Stored items from a collection –
*** Block opens ***
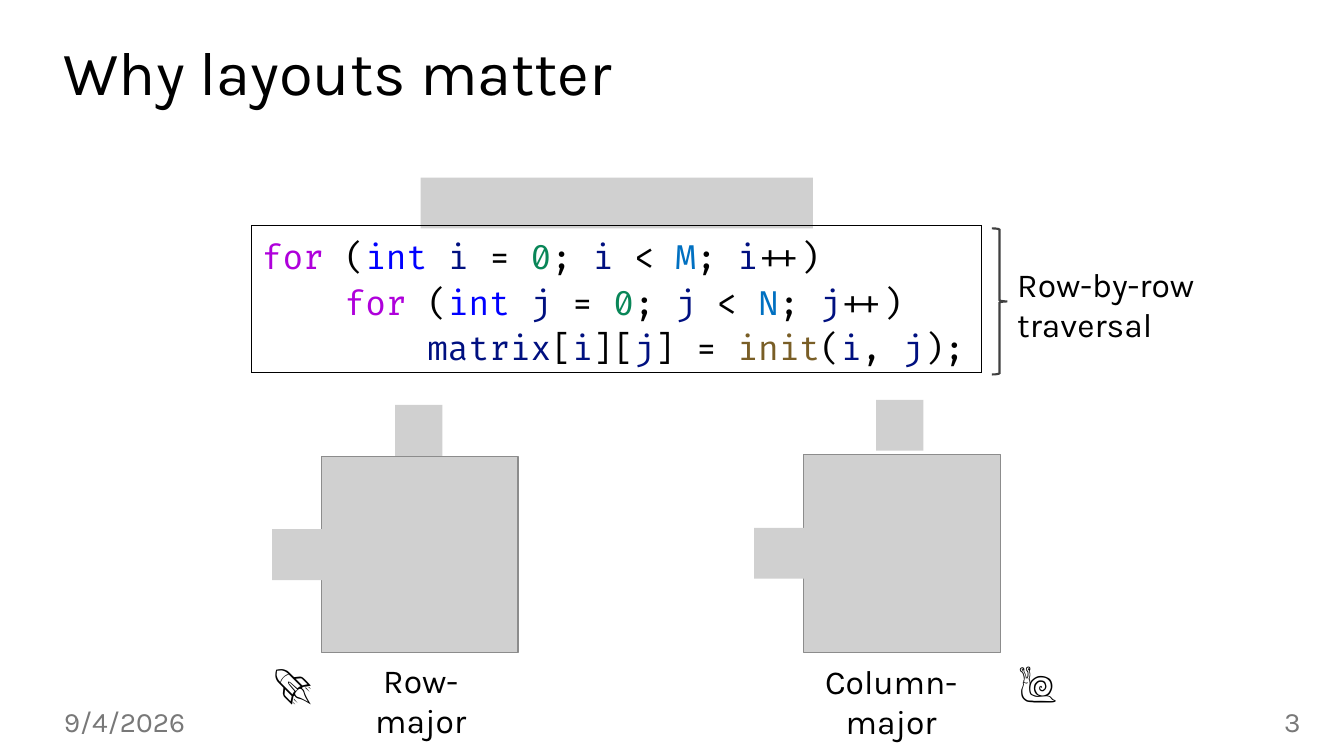
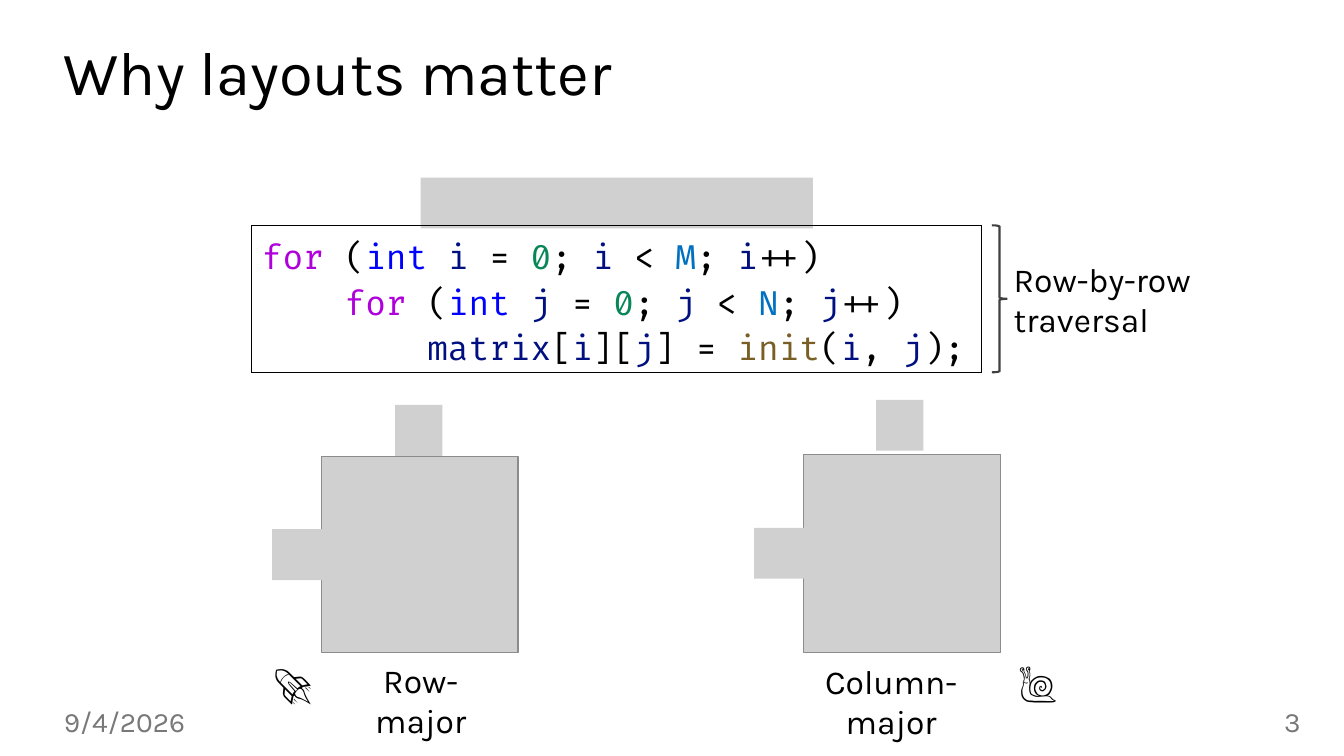
Before and after one commit to jiriklepl/phd-thesis, a slide deck: slide 3 of slides/Optimizing Memory Layouts and Traversal Orders in High-Performance Computing.pptx. Drawn at 1344x756 pixels with LibreOffice and Linux fonts; fonts in the diff are those of the drawing; grey boxes stand for pictures; background and template pictures are left out. Boxes give left, top, right and bottom in pixels: in the first picture for what was removed or moved away, otherwise in the second. Text is boxed around its words. In the diff, an @@ line names an element or a change of style, - is before the commit and + after.

Commit message:
new motivation; no img, no text

```diff
--- a/slides/Optimizing Memory Layouts and Traversal Orders in High-Performance Computing.pptx
+++ b/slides/Optimizing Memory Layouts and Traversal Orders in High-Performance Computing.pptx
@@ text "Row-by-row traversal": place and size @@
-text "Row-by-row traversal" at bbox=[1017, 274, 1194, 338]
+text "Row-by-row traversal" at bbox=[1014, 269, 1191, 333]
```
Also in this commit, not shown: 9 other slides changed.
*** Block closes ***
BRIEF – Lines from the entries that contain the string "bbox" are what must be copied.

ANSWER SPACE –
-text "Row-by-row traversal" at bbox=[1017, 274, 1194, 338]
+text "Row-by-row traversal" at bbox=[1014, 269, 1191, 333]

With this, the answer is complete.